The predictable retail-offer to voters may well be “tax cuts”. But given the headroom, and the nature of the people making the decisions, I expect only more modest technocratic tinkering. The only real way to cut taxes is to significantly cut public spending and deal with the hot potatoes of productivity and workforce engagement. That takes vision and leadership, and I cannot see it happening in an election year.

There seems to me to be a very serious and very difficult to solve problem of people being workless and not looking. There seems to have been a big problem with productivity for decades. The problem of affordable housing is a cruel one to inflict on young people. Could it be that “experts” tinkering with the economy for a generation might not have helped?

But, back to the politics, according to IPSOS about 55% of the electorate are already decided as red or blue. Such muscle memory requires little cerebral activity.

So the real question is, what will be the retail offer to the 45% of voters who will decide the outcome?

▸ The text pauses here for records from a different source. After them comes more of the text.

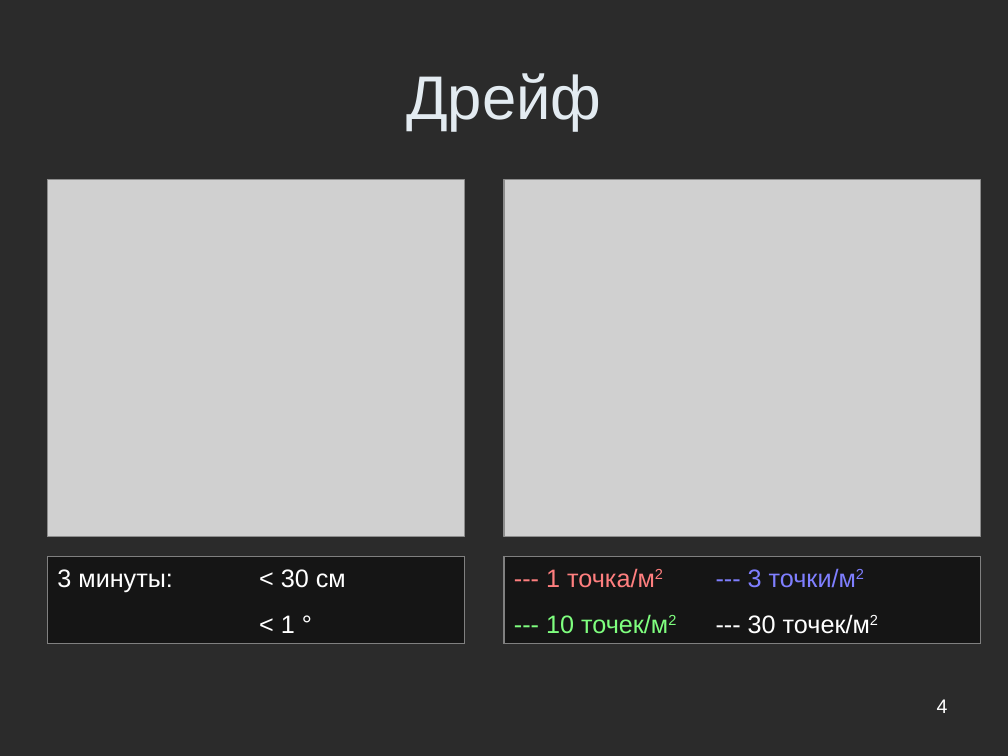
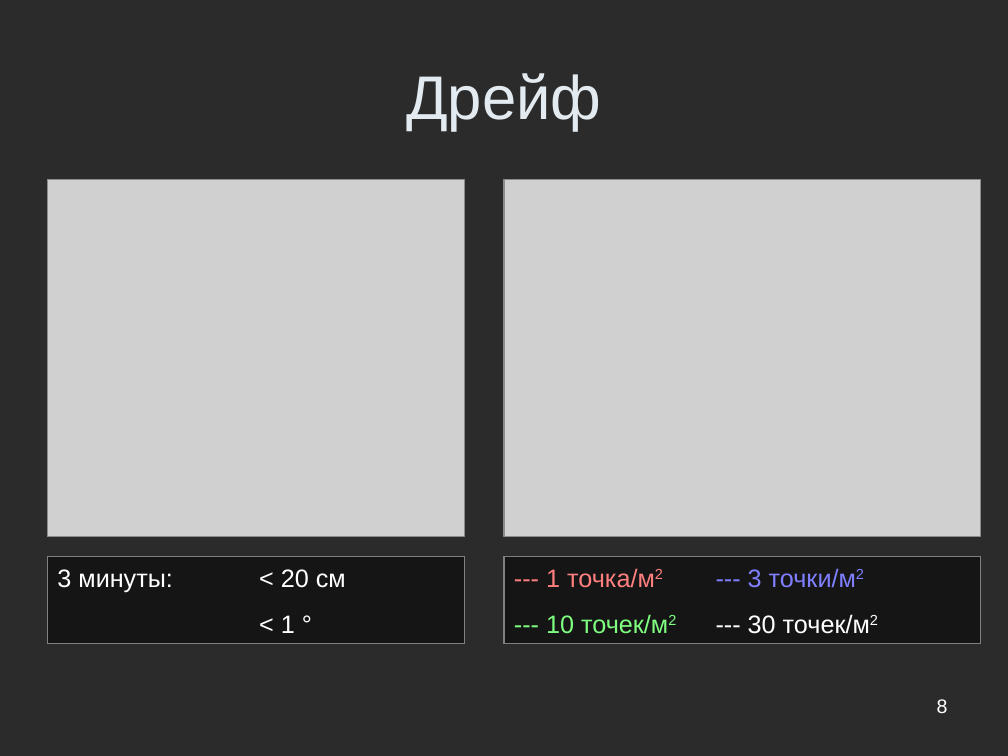
Before and after one commit to Jacobi20/nano-vis, a slide deck: slide 8 of ship_sim/docs/conf_hpc2010/hpc2010_navy.ppt (slide 4 before the commit). Drawn at 1008x756 pixels with LibreOffice and Linux fonts; fonts in the diff are those of the drawing; grey boxes stand for pictures; background and template pictures are left out; a plain dark background stands for a picture behind light text. Boxes give left, top, right and bottom in pixels: in the first picture for what was removed or moved away, otherwise in the second. Text is boxed around its words. In the diff, an @@ line names an element or a change of style, - is before the commit and + after.

```diff
--- a/ship_sim/docs/conf_hpc2010/hpc2010_navy.ppt
+++ b/ship_sim/docs/conf_hpc2010/hpc2010_navy.ppt
@@ text in rectangle at (x1=57, y1=569, x2=346, y2=592): text changed @@
-3 минуты: < 30 см
+3 минуты: < 20 см
@@ page number at (x1=937, y1=699, x2=948, y2=713): text changed @@
-4
+8
```
Also in this commit, not shown: 9 slides added, 4 slides removed, 7 other files.

It appears to be the same for both Sunak and Starmer:

“Stick with our responsible plan, don’t go back to square 1. Don’t vote for him.” (Sunak).

“We have a responsible plan, we have made hard decisions to sort our party out and have credible ideas to deal with the past 14 years of lacklustre government. Don’t vote for him.” (Starmer)

In a low growth environment, neither manager would advocate significant tax cuts at the current time as, without tough decisions being made, money would effectively have to be borrowed to fund them.

So I am betting that “responsible plan” will be Hunt’s buzz phrase on 6 March, and the ground where the electoral battle for the 45% will take place over the course of the year ahead.